The hairs stirred on the back of Thur's neck as Vitelli's dark aura disturbed something subtler than his senses. There was neither heat nor flash, sound nor scent, yet it was as if an aroma of magic rippled through Thur's belly, without first passing his nostrils. Vitelli was maintaining a spell, not invested and constrained and supported in some symbolic object, but held in his own liquid thoughts, a spell powerful and oppressive. And yet he was still able to walk and talk, smooth and ordinary. The impression faded even as Thur grasped at it, giving him hallucinatory vertigo. Maybe it was just another aftereffect from his beating. He squeezed his eyes shut, and blinked rapidly, and the dark aura receded to linger on only in Vitelli's dark eyes.
The man behind Thur grasped his lank blond hair and pulled his head back, and the second stepped forward to force a stick between his teeth and pinch his nostrils shut. Vitelli unstoppered his flask and sloshed its contents into Thur's aching mouth. It was a sweet dark wine with a bitter undertaste. Thur choked and sputtered and bucked and gagged. And swallowed.
"Good." Vitelli stepped back and turned his emptied bottle upside down. A last drop shivered on its lip, then fell like a starburst of blood upon the cell floor. "That should do it, even for so large a lout. Return in half an hour and cart him downstairs." He exited the cell, leaving his men to lock it; the dark distracted look spread out from his eyes across his face again as he turned away. Their scuffling footsteps faded again down the corridor, leaving only the sitting guard. Thur's head, sinking inexorably, met the cool stone.

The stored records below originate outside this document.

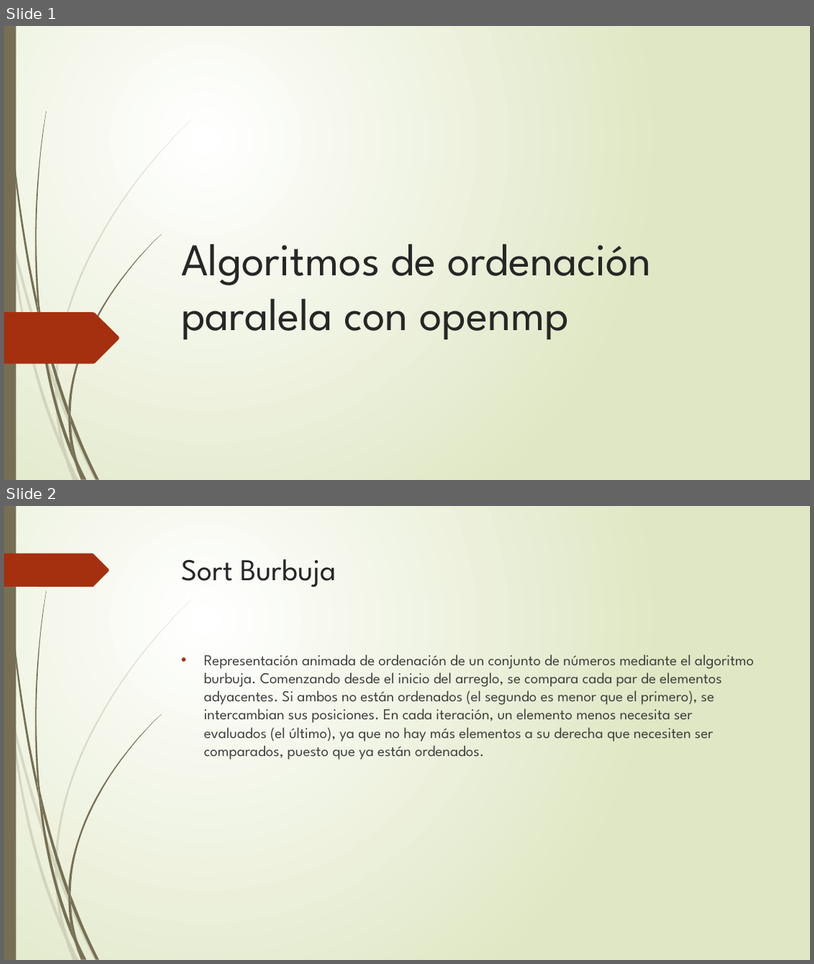
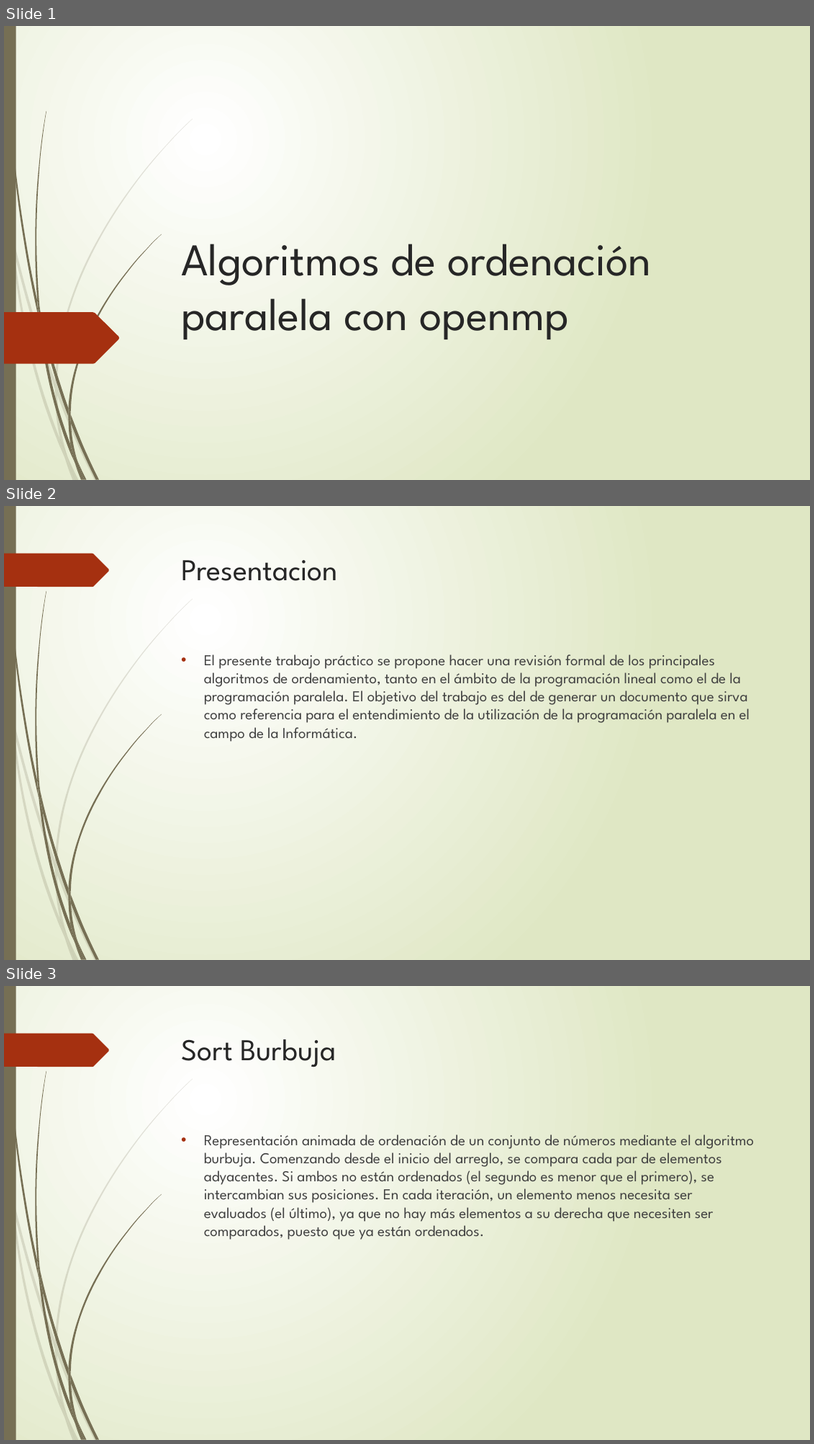
Before and after one commit to ParalelaUnsaac/G4-2020-1, a slide deck: 21.10/SORTS.pptx. Shown one above the other, each under a label of ours: slides 1 and 2 before the commit, slides 1, 2 and 3 after it. The pictures are 814x964 and 814x1444 pixels, drawn with LibreOffice and Linux fonts; fonts in the diff are those of the drawing. Boxes give left, top, right and bottom in pixels: in the first picture for what was removed or moved away, otherwise in the second. Text is boxed around its words. In the diff, an @@ line names an element or a change of style, - is before the commit and + after.

```diff
--- a/21.10/SORTS.pptx
+++ b/21.10/SORTS.pptx
@@ slide 2 added at [4, 506, 810, 960], background gradient #FFFFFF to #DFE8C4; not listed: 24 template elements that a slide beside it also shows @@
@@ title added at [182, 560, 339, 581], 36 pt, text #262626 @@
+Presentacion
@@ text added at [204, 654, 750, 741], 18 pt, text #404040 @@
+• El presente trabajo práctico se propone hacer una revisión formal de los principales algoritmos de ordenamiento, tanto en el ámbito de la programación lineal como el de la programación paralela. El objetivo del trabajo es del de generar un documento que sirva como referencia para el entendimiento de la utilización de la programación paralela en el campo de la Informática.
@@ what was slide 2 is now slide 3 @@
```
Also in this commit, not shown: 2 other files.

The castellan's face came up, and he giggled, quite distinctly. His giggles became hoots, then high screams. He jumped to his feet. "A bat's the thing!" he cried, snatched up the slops bucket from the corner of the cell, and skipped around the little chamber. With a cunning grin, he stopped by the door, yanked off the bucket's lid, and flung the reeking urine upon the startled guard.
The guard came up off his bench with an outraged yell, unfortunately meeting rather than dodging the vile wash. The castellan leaned through the bars, his hands opening and closing, then danced backward as the soldier drew his blade and lunged at him. Lord Pia pounced upon the sword arm, wrested the blade away, and waved it in the air, striking sparks from the ceiling. Swearing and screaming for the prison sergeant to bring him the key, he was going to kill this madman despite all, the guard retreated up the corridor, brushing at his tunic in disgust and almost crying.
"Quickly." Lord Pia dropped the sword and turned to the swooning Thur, who had watched the whole performance from a numbing huddle on the floor. Strange patterns, like watered silk, swirled and wavered across his vision. Lord Pia slapped the slops bucket upright under Thur's nose, yanked his head back by the hair rather less gently than had the Losimon bravo, and thrust his thick and filthy fingers deep into Thur's throat. He kneed Thur's belly for good measure.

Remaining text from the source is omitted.